A lot of the argument rests on the question “What kind of game do we want to see?”. Think of the most beloved hurling teams we’ve seen over the past 30 years, like the Waterford side of the 00’s. They were a crowd of toothless, helmetless lunatics who loved hurling, fist pumping and their county. Yes, they may not have won as much as they should. Yes, their games were often chaotic. But by god were they entertaining.
It’s hard to imagine that Waterford team featuring in the game now. Those goal fests against Cork seem from a bygone era. Indeed, where once Waterford’s most important player was John Mullane or Dan Shanahan- the free scoring forwards- now it’s Tadhg De Burca, a sweeper, whose position was barely a feature of the game a decade ago. The transformation of the Waterford team is a mirror of the development of the game. Every aspect of modern coaching seems to be implemented with the stated intention of decreasing risk and reducing wildness. And yet, it was that bit of wildness that made the game, and that team, so beloved. Where once there was chaos, now we have chess. Great, if you are a tactical anorak. Not so much if you’re looking for visceral entertainment.
In his autobiography Ken McGrath outlined how Davy Fitzgerald completely changed the philosophy of Waterford hurling when he arrived midway through the 2008 season. In one of his earliest training sessions, McGrath rose the ball and belted it up the field without catching it, as he had done for the majority of his career. Yet all of a sudden he was being lambasted for such an action as the idea of keeping possession outstripped the desire to clear ones lines. The last 12 years has seen Waterford completely change their game, and in a sense it has worked. They’ve reached 3 All-Ireland finals in that time, and they hadn’t qualified for one for 45 years prior to that. But will the side of the last dozen years ever be remembered or loved in the way the Justin McCarthy era team was? Perhaps by the Waterford populace they will be if they achieve the ultimate aim, but for the general public at large it’s hard to imagine it.
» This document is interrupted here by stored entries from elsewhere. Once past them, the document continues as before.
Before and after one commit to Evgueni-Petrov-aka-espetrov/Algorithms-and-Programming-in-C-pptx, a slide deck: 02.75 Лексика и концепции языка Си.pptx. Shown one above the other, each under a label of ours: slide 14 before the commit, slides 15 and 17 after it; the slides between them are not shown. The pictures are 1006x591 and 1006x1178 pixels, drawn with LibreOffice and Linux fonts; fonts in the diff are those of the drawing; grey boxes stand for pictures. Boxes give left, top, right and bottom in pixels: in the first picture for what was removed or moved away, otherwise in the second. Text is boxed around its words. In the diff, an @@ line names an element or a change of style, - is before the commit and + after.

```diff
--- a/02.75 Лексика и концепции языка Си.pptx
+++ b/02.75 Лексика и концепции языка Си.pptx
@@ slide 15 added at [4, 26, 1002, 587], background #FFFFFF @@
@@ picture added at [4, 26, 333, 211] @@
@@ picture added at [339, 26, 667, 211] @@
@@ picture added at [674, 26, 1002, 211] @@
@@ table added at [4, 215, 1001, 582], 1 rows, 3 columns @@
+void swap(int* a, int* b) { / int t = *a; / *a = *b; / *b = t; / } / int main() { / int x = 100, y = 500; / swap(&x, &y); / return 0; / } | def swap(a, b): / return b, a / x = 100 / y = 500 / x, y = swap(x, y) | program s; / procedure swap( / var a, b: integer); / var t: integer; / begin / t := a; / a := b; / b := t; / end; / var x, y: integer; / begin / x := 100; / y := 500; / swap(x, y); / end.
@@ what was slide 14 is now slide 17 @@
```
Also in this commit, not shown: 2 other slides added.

So what’s to be done to make the game more like the one we fell in love with? We can’t or shouldn’t ask players to become less fit or strong, but there are minute rule changes we could make that may result in a positive difference. How about a heavier ball to ensure there’s less easy point scoring? Or four points for a goal to increase the incentive to go for them?
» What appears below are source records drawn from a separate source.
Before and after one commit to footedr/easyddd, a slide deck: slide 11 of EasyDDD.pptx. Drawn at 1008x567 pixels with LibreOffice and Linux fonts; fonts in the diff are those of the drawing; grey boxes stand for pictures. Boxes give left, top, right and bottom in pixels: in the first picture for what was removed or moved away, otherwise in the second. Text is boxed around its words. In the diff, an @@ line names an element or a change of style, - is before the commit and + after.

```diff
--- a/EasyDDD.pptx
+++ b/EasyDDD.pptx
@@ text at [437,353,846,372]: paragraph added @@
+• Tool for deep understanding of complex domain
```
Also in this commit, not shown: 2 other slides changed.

We could look at players only being allowed to catch the ball once, to reduce the incentive to always try and get the ball into hand. There should also be increased sanctions on negative play, like a black card or a penalty for a cynical pulldown. That’s not to totally demean our game, which can still produces fantastic moments of skill. You get a sense that something needs to be done though, if we’re to get back to it being the Riverdance of sport again.